[Start of Attachment]

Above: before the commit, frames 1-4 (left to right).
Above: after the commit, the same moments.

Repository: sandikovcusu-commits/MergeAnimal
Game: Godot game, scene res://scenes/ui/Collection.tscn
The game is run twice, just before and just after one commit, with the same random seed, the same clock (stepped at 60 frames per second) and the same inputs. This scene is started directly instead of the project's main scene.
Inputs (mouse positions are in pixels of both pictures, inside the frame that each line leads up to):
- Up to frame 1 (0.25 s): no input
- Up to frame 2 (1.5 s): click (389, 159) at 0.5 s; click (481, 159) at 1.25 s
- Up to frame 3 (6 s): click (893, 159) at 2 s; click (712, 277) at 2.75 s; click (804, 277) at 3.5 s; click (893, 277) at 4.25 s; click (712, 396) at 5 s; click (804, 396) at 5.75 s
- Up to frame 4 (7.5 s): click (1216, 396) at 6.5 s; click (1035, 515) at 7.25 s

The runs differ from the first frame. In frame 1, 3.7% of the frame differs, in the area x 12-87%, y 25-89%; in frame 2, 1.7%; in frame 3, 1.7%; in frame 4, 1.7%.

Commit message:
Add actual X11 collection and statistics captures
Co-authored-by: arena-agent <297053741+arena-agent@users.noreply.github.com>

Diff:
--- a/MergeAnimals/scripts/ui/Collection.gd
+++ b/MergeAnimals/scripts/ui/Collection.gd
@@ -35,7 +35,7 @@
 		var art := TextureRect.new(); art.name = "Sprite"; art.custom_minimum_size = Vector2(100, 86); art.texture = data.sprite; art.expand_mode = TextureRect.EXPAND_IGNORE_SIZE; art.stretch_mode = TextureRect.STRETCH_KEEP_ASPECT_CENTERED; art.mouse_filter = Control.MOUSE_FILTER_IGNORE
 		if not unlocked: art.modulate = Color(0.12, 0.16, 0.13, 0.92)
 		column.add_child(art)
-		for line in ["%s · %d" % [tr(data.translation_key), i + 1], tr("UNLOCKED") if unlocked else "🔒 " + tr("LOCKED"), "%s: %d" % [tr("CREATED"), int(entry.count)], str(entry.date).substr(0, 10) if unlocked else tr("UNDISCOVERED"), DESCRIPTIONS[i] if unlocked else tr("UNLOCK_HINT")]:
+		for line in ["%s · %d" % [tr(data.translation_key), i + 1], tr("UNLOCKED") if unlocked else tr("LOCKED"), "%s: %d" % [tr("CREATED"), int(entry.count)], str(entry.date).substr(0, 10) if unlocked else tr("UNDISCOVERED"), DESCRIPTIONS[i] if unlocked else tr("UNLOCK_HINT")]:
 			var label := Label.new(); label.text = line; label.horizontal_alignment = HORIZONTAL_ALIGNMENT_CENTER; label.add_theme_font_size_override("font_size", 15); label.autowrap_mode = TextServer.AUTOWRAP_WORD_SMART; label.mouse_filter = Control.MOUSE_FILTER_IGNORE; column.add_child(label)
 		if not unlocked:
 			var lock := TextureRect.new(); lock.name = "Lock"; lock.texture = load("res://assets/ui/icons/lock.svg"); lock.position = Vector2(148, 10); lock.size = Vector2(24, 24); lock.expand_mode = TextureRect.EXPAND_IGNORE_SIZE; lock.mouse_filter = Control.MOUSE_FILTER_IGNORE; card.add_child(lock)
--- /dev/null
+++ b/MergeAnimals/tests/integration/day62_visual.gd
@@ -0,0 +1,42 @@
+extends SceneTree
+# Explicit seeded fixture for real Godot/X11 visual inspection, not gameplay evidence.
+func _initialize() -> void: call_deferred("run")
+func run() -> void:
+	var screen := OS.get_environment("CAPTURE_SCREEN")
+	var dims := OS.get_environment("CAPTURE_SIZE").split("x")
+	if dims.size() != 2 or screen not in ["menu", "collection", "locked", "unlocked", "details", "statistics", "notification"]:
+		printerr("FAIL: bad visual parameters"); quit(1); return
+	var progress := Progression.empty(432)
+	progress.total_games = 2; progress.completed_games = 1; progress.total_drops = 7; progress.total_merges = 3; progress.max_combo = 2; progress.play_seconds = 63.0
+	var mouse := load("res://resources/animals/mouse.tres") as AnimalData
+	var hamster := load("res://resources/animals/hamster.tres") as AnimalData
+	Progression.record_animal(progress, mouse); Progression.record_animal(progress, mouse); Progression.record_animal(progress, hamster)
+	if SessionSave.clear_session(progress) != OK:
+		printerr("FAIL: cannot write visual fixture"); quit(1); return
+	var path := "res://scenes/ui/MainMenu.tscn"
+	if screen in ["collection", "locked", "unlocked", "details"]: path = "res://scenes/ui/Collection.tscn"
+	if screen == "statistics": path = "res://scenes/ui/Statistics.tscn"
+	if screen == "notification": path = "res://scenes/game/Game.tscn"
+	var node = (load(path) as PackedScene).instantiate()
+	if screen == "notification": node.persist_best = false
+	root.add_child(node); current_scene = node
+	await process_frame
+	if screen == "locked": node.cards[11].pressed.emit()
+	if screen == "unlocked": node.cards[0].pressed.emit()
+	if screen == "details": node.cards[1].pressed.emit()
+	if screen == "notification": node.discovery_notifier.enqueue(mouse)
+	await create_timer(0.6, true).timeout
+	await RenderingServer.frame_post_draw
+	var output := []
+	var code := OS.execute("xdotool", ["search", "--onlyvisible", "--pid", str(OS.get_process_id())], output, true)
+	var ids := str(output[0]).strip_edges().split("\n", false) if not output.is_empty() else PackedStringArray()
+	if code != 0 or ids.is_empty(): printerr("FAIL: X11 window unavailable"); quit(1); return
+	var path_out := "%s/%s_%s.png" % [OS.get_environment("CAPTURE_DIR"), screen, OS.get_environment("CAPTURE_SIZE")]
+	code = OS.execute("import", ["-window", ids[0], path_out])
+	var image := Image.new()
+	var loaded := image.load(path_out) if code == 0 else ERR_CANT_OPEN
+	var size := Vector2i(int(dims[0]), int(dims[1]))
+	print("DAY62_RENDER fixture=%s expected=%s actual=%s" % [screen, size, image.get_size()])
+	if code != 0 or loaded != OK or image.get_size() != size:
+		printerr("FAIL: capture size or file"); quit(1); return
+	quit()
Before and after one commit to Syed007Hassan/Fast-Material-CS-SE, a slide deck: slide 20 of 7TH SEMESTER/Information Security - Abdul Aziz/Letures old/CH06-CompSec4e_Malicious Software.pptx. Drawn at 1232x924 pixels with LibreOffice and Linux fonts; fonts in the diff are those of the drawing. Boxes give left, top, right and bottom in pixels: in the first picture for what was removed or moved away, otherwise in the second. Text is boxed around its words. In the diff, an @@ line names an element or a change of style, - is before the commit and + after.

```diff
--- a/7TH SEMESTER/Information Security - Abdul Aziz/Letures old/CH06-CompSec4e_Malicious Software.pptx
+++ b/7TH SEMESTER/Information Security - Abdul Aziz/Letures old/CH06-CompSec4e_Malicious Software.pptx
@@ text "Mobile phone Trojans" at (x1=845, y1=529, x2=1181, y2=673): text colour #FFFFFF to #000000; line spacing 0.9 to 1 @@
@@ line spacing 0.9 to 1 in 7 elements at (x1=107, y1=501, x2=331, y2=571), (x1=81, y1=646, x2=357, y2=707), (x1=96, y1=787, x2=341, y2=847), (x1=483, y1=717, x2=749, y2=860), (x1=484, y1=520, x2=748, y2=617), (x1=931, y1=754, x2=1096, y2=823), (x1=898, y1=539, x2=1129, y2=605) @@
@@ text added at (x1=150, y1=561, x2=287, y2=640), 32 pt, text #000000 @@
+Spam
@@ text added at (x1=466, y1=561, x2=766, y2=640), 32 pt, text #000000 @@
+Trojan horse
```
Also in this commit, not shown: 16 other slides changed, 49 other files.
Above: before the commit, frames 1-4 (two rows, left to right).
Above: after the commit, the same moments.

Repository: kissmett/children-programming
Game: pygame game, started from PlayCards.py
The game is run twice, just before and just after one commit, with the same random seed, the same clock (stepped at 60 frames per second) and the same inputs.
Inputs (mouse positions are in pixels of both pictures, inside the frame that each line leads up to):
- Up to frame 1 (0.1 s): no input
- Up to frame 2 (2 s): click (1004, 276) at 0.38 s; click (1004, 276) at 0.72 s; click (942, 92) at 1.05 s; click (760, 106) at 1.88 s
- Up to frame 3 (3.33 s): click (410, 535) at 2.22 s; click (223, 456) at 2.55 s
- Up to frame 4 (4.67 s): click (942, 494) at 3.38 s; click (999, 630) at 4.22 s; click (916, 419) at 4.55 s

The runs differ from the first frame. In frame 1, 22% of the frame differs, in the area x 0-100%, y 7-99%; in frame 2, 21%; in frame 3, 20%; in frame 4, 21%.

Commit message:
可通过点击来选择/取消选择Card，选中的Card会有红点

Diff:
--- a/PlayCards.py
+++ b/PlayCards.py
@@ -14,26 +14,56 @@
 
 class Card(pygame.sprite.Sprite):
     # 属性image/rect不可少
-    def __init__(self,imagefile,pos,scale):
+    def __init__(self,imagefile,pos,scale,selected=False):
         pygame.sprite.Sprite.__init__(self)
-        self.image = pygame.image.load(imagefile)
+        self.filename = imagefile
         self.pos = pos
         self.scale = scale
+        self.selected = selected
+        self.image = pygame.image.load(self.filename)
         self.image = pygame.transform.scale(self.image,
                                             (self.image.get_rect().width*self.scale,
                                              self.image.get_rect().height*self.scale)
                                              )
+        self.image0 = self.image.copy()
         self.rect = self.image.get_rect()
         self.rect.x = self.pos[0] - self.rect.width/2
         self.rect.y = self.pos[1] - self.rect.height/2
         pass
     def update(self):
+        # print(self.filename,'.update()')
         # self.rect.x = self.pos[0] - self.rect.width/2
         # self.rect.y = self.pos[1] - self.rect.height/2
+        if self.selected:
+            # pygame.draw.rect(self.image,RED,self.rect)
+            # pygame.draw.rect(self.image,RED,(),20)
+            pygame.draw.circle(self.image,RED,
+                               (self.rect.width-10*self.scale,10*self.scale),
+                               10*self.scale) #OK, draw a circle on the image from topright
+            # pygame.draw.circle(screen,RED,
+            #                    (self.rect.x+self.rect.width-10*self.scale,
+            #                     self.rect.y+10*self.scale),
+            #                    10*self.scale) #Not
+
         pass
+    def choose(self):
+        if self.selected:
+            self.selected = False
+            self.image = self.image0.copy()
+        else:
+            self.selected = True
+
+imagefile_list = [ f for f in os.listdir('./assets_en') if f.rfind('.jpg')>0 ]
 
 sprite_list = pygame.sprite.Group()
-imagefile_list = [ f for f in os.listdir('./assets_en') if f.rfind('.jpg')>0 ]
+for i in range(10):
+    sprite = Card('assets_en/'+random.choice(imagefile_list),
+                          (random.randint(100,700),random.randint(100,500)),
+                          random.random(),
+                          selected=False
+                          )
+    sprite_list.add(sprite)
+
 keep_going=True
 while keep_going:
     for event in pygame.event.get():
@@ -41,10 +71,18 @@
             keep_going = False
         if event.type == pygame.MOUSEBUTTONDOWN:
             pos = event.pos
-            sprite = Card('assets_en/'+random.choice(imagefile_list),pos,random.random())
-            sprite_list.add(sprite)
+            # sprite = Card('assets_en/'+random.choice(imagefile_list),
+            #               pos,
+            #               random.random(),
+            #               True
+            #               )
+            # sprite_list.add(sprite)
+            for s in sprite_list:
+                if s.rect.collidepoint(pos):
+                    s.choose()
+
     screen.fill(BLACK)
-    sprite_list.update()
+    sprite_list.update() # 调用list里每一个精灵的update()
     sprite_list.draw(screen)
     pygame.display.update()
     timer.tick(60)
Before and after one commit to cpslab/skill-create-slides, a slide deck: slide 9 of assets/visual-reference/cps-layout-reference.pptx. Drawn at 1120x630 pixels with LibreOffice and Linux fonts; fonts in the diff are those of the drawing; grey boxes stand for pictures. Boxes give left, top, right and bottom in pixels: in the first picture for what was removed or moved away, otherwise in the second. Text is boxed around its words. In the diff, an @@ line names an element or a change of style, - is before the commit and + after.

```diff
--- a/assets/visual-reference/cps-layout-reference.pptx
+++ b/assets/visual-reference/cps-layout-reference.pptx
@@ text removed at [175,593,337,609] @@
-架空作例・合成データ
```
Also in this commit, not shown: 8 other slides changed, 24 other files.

[End of Attachment]

> Exercise details
Beginning at the first line above, repeat exactly until the line containing "- Up to frame 1 (0.25 s): no input", which is included.

> Answer space
Above: before the commit, frames 1-4 (left to right).
Above: after the commit, the same moments.

Repository: sandikovcusu-commits/MergeAnimal
Game: Godot game, scene res://scenes/ui/Collection.tscn
The game is run twice, just before and just after one commit, with the same random seed, the same clock (stepped at 60 frames per second) and the same inputs. This scene is started directly instead of the project's main scene.
Inputs (mouse positions are in pixels of both pictures, inside the frame that each line leads up to):
- Up to frame 1 (0.25 s): no input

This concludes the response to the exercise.